Thanks for the link. Looking over the first page indicates electronic devices are allowed eh. I wonder how much of a distraction, if any, this has caused. With being a manager I have had to tell staff to get off their damn phones and focus more on work, I do believe it is a distraction to ones performance at work.

I assume one can use it as a form of communication (as I intend to do) after the days training, cleaning is complete right.


----------



## Eye In The Sky

lazytitans said:
			
		

> Thanks for the link. Looking over the first page indicates electronic devices are allowed eh. I wonder how much of a distraction, if any, this has caused. With being a manager I have had to tell staff to get off their damn phones and focus more on work, I do believe it is a distraction to ones performance at work.
> 
> I assume one can use it as a form of communication (as I intend to do) after the days training, cleaning is complete right.



http://forums.army.ca/forums/threads/103685/post-1202055.html#msg1202055


----------



## lazytitans

That's perfect and exactly what I was looking for thanks


----------



## RADOPSIGOPACCISOP

That's the nice thing about working in the signals world, even though we're nerdier and techier than the average bear, a lot of the time cellphones are banned for security related reasons.

In fact, that might be an idea, just put in equipment into the recruit school that requires a cellphone ban or standoff zone. No more room for argument.



Honestly, if you are the kind of person that needs to be checking facebook every 5 seconds, I don't really want you to work for me. It might it be acceptable for someone working in Esso, but using personal cellphones or laptops while at work doesn't cut it in ANY big person professional job. Most will fire someone that keeps pulling out a cellphone when they are not on break.

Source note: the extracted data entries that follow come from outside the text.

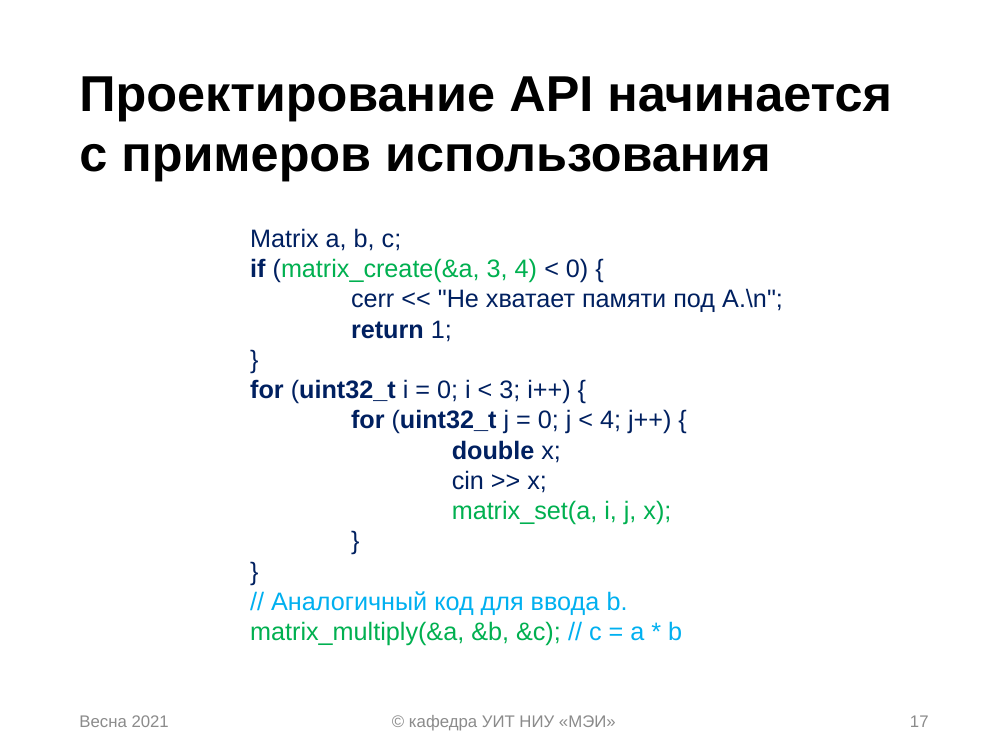
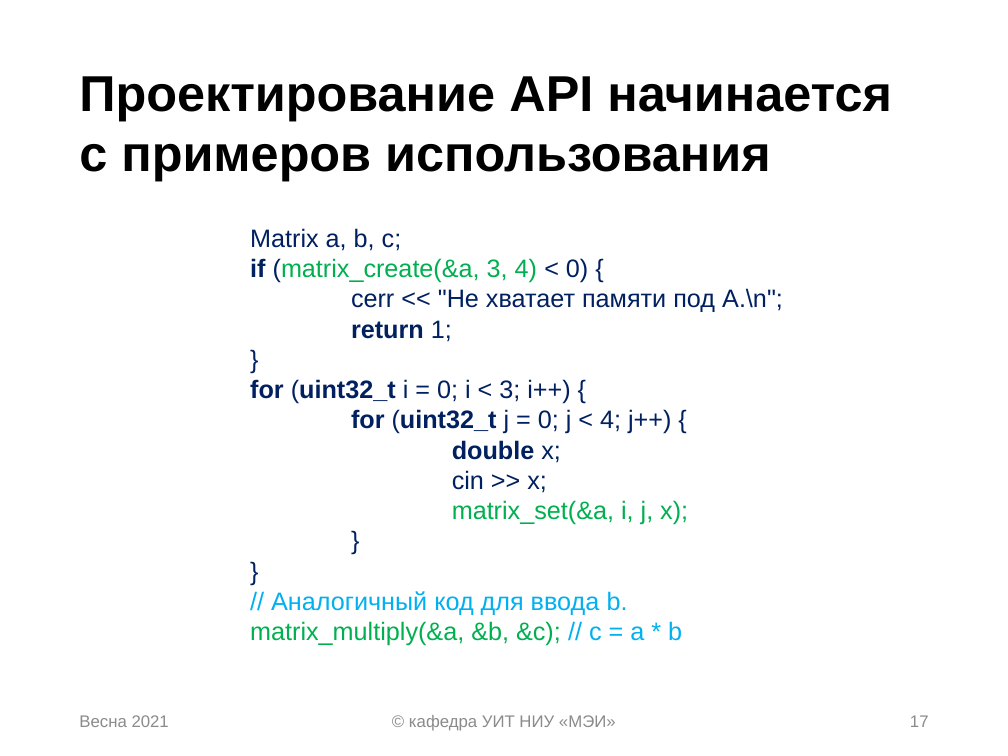
Before and after one commit to uii-mpei/cs-libs-lecture, a slide deck: slide 17 of lecture07_library.pptx. Drawn at 1008x756 pixels with LibreOffice and Linux fonts; fonts in the diff are those of the drawing. Boxes give left, top, right and bottom in pixels: in the first picture for what was removed or moved away, otherwise in the second. Text is boxed around its words. In the diff, an @@ line names an element or a change of style, - is before the commit and + after.

```diff
--- a/lecture07_library.pptx
+++ b/lecture07_library.pptx
@@ text at box(250, 228, 783, 646): text changed @@
-Matrix a, b, c;
-if (matrix_create(&a, 3, 4) < 0) {
-cerr << "Не хватает памяти под A.\n";
-return 1;
-}
-for (uint32_t i = 0; i < 3; i++) {
-for (uint32_t j = 0; j < 4; j++) {
-double x;
-cin >> x;
-matrix_set(a, i, j, x);
-}
-}
-// Аналогичный код для ввода b.
-matrix_multiply(&a, &b, &c); // c = a * b
+Matrix a, b, c;
+if (matrix_create(&a, 3, 4) < 0) {
+cerr << "Не хватает памяти под A.\n";
+return 1;
+}
+for (uint32_t i = 0; i < 3; i++) {
+for (uint32_t j = 0; j < 4; j++) {
+double x;
+cin >> x;
+matrix_set(&a, i, j, x);
+}
+}
+// Аналогичный код для ввода b.
+matrix_multiply(&a, &b, &c); // c = a * b
```
Also in this commit, not shown: 8 other slides changed.

Yes people do need to be in contact with families from time to time (lets be honest here, no matter where you go, welfare phones and internet will be available periodically) and the rest of the world is setup around paying bills online or via the phone. I know some of the old fossils here that were in during the gold standard era still probably head down their local bank branch and pay their Brill Crème account or Speakeasy tab or whatever, but they're the reason "If you are on a rotary phone stay on the line" is still a thing when calling a 1-800 number.

The schools ought to provide welfare internet terminals in the barracks and a couple of landlines for students to use AFTERHOURS. Let the students have their cellphones if they are off for the weekend (#bitter because on GMT there was no such thing as weekends).

It's good training for students to have the sensation of being cut off from the rest of the world, at least for a while. They need to get used to that, at least until us siggies can get the damned satcomms working (what do you mean they changed the firmware!??!).


----------



## Brandonfw

Scott said:
			
		

> A moment of pure genius pops up from the mundane. Everyone should pay heed to his pearl.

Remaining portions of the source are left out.